*STUDY MATERIAL*
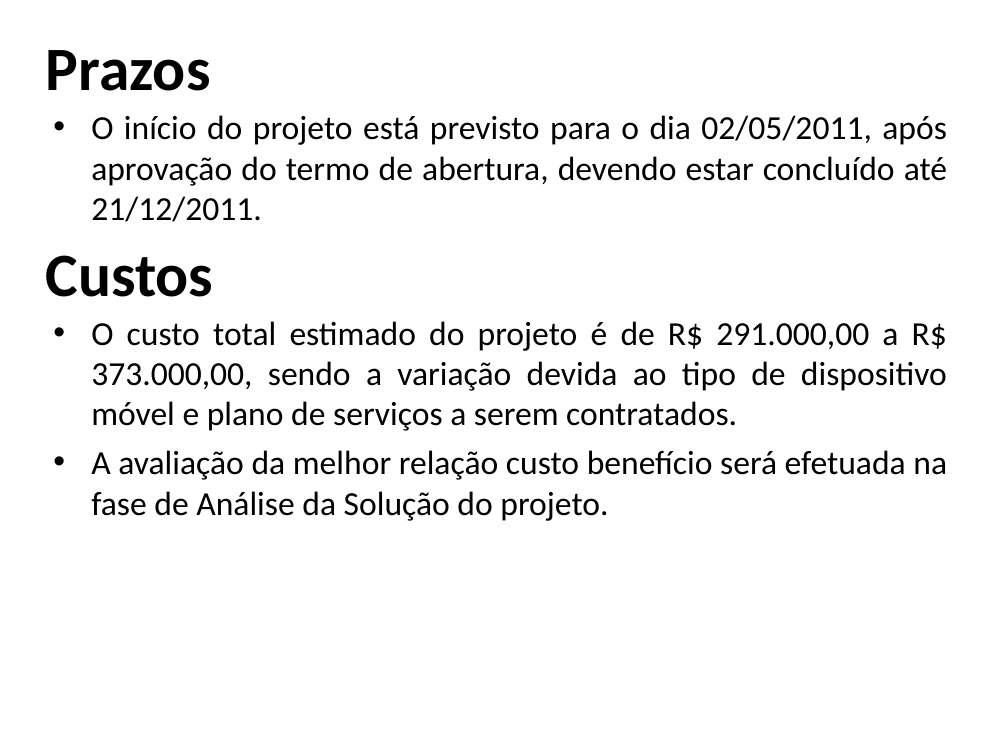
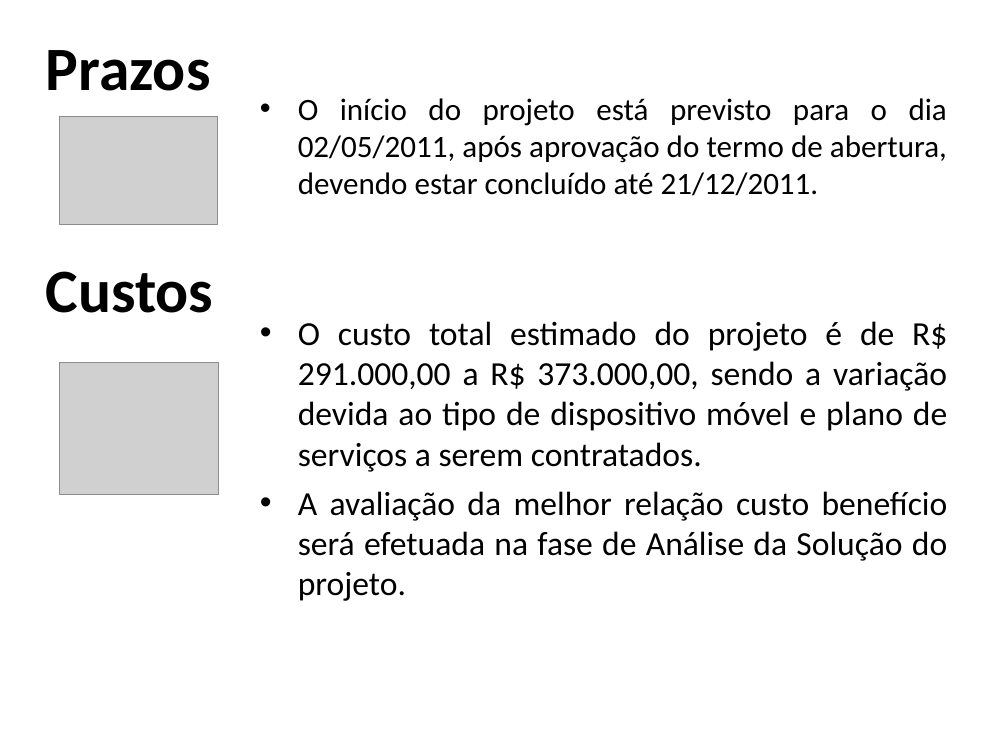
Before and after one commit to rationaldev/salesforce-ibta, a slide deck: slide 10 of Salesforce/04 - Integracao/4.1 - Project Charter/Apresentacao/Salesforce.ppt (slide 9 before the commit). Drawn at 1008x756 pixels with LibreOffice and Linux fonts; fonts in the diff are those of the drawing; grey boxes stand for pictures; background and template pictures are left out. Boxes give left, top, right and bottom in pixels: in the first picture for what was removed or moved away, otherwise in the second. Text is boxed around its words. In the diff, an @@ line names an element or a change of style, - is before the commit and + after.

```diff
--- a/Salesforce/04 - Integracao/4.1 - Project Charter/Apresentacao/Salesforce.ppt
+++ b/Salesforce/04 - Integracao/4.1 - Project Charter/Apresentacao/Salesforce.ppt
@@ text "O início do projeto está ...": place and size @@
-text "O início do projeto está ..." at (91,115,947,222)
+text "O início do projeto está ..." at (298,98,947,196)
@@ text "O início do projeto está ..." at (298,98,947,196): size 24 to 22.2 pt @@
@@ picture added at (59,116,218,224) @@
@@ text "Custos": place and size @@
-text "Custos" at (46,255,214,297)
+text "Custos" at (46,271,214,313)
@@ text "O custo total estimado do ..." rewrapped from (91,321,947,521) to (298,321,948,601) @@
@@ picture added at (59,362,218,494) @@
```
Also in this commit, not shown: 7 other slides changed, 2 slides added, 2 slides removed, 8 other files.

*WHAT IS EXPECTED*
Give an exact copy of the data, and omit any pictures it holds.

*RESULT*
Before and after one commit to rationaldev/salesforce-ibta, a slide deck: slide 10 of Salesforce/04 - Integracao/4.1 - Project Charter/Apresentacao/Salesforce.ppt (slide 9 before the commit). Drawn at 1008x756 pixels with LibreOffice and Linux fonts; fonts in the diff are those of the drawing; grey boxes stand for pictures; background and template pictures are left out. Boxes give left, top, right and bottom in pixels: in the first picture for what was removed or moved away, otherwise in the second. Text is boxed around its words. In the diff, an @@ line names an element or a change of style, - is before the commit and + after.

```diff
--- a/Salesforce/04 - Integracao/4.1 - Project Charter/Apresentacao/Salesforce.ppt
+++ b/Salesforce/04 - Integracao/4.1 - Project Charter/Apresentacao/Salesforce.ppt
@@ text "O início do projeto está ...": place and size @@
-text "O início do projeto está ..." at (91,115,947,222)
+text "O início do projeto está ..." at (298,98,947,196)
@@ text "O início do projeto está ..." at (298,98,947,196): size 24 to 22.2 pt @@
@@ picture added at (59,116,218,224) @@
@@ text "Custos": place and size @@
-text "Custos" at (46,255,214,297)
+text "Custos" at (46,271,214,313)
@@ text "O custo total estimado do ..." rewrapped from (91,321,947,521) to (298,321,948,601) @@
@@ picture added at (59,362,218,494) @@
```
Also in this commit, not shown: 7 other slides changed, 2 slides added, 2 slides removed, 8 other files.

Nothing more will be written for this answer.